Kathryn Steinle: a DIY guide to exploiting the dead

Bill O'Reilly
Bill O’Reilly

I don’t have cable. I can’t bear witness to the bobbleheads on Fox News, CNN, MSNBC and the rest spewing bunkum into the universe. Unfortunately, sometimes some of it seeps through my filters and reaches me. That happened with the Kathryn Steinle case.



If you haven’t heard, Kathryn Steinle was a woman cut down in her prime on a San Francisco pier, the victim of a random act of violence on July 1, 2015. That’s unfortunate enough. However, her injuries didn’t stop there. Some 24-hour newstainment organizations quickly picked up the story and twisted it to fit their narrative of a society circling the drain as a result of naive liberals enabling dangerous immigrants and minorities to run wild in the streets raping and killing our women and children.

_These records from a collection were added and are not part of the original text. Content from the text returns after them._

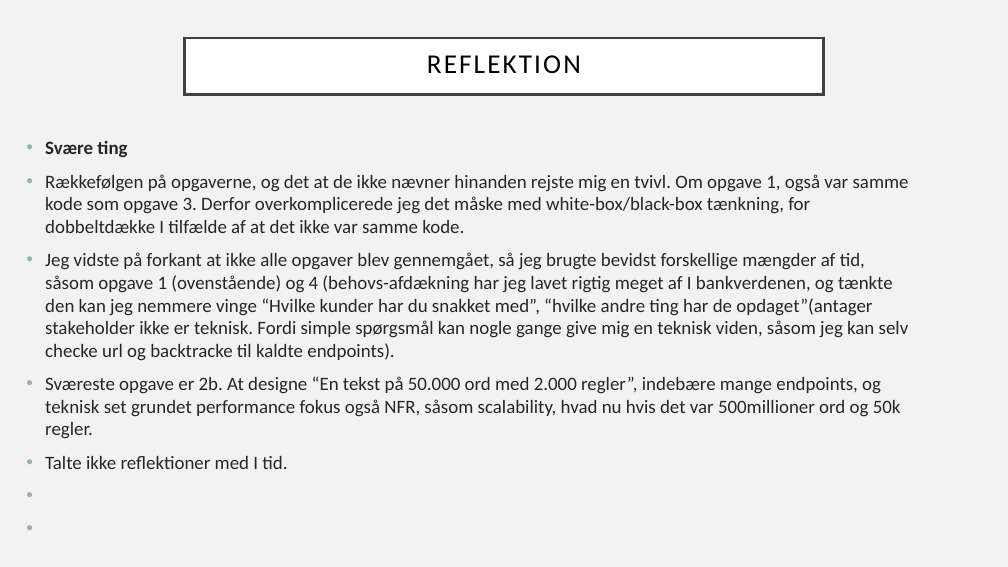
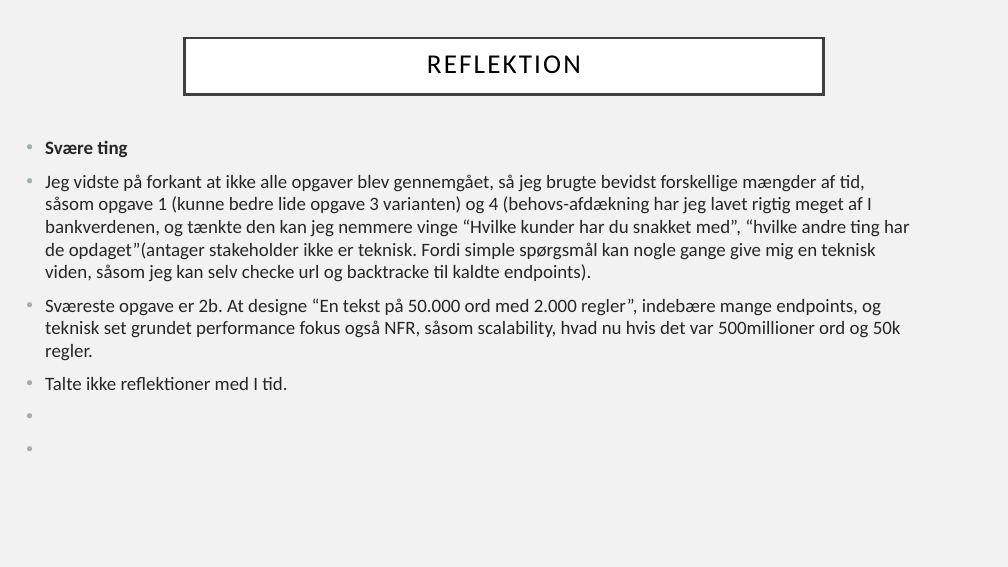
Before and after one commit to Grumlebob/JobInterviewRitzau, a slide deck: slide 12 of Ritzau.odp (slide 10 before the commit). Drawn at 1008x567 pixels with LibreOffice and Linux fonts; fonts in the diff are those of the drawing. Boxes give left, top, right and bottom in pixels: in the first picture for what was removed or moved away, otherwise in the second. Text is boxed around its words. In the diff, an @@ line names an element or a change of style, - is before the commit and + after.

Commit message:
lidt visualisering til opgave 2

```diff
--- a/Ritzau.odp
+++ b/Ritzau.odp
@@ text at [45,174,910,282]: text changed @@
-• Rækkefølgen på opgaverne, og det at de ikke nævner hinanden rejste mig en tvivl. Om opgave 1, også var samme kode som opgave 3. Derfor overkomplicerede jeg det måske med white-box/black-box tænkning, for dobbeltdække I tilfælde af at det ikke var samme kode.
-• Jeg vidste på forkant at ikke alle opgaver blev gennemgået, så jeg brugte bevidst forskellige mængder af tid, såsom opgave 1 (ovenstående) og 4 (behovs-afdækning har jeg lavet rigtig meget af I bankverdenen, og tænkte den kan jeg nemmere vinge “Hvilke kunder har du snakket med”, “hvilke andre ting har de opdaget”(antager stakeholder ikke er teknisk. Fordi simple spørgsmål kan nogle gange give mig en teknisk viden, såsom jeg kan selv checke url og backtracke til kaldte endpoints).
+• Jeg vidste på forkant at ikke alle opgaver blev gennemgået, så jeg brugte bevidst forskellige mængder af tid, såsom opgave 1 (kunne bedre lide opgave 3 varianten) og 4 (behovs-afdækning har jeg lavet rigtig meget af I bankverdenen, og tænkte den kan jeg nemmere vinge “Hvilke kunder har du snakket med”, “hvilke andre ting har de opdaget”(antager stakeholder ikke er teknisk. Fordi simple spørgsmål kan nogle gange give mig en teknisk viden, såsom jeg kan selv checke url og backtracke til kaldte endpoints).
```
Also in this commit, not shown: 2 other slides changed, 2 slides added, 1 other file.

Comment on HLN video re Kathryn Steinle murder
Comment on HLN video re Kathryn Steinle murder

Without further adieu , I give you what I promised:

A DIY guide to exploiting the dead – the Kathryn Steinle edition

  1. Find a victim, any victim, but preferably someone pretty with the same skin pigmentation as you. Oh, and make sure they’re dead before you start speaking for them.

    Kathryn Steinle
    Kathryn Steinle
  2. Pick a villain. If at all possible, make it some abstract, ominous evil force (because it’s okay to hate abstractions) rather than a living, breathing human being. Failing that, make sure the villain at least superficially fits whatever stereotypes you’re promoting. And they should probably be ugly; at the very least, they should be less attractive than your victim. And their skin should be at least two shades darker than yours.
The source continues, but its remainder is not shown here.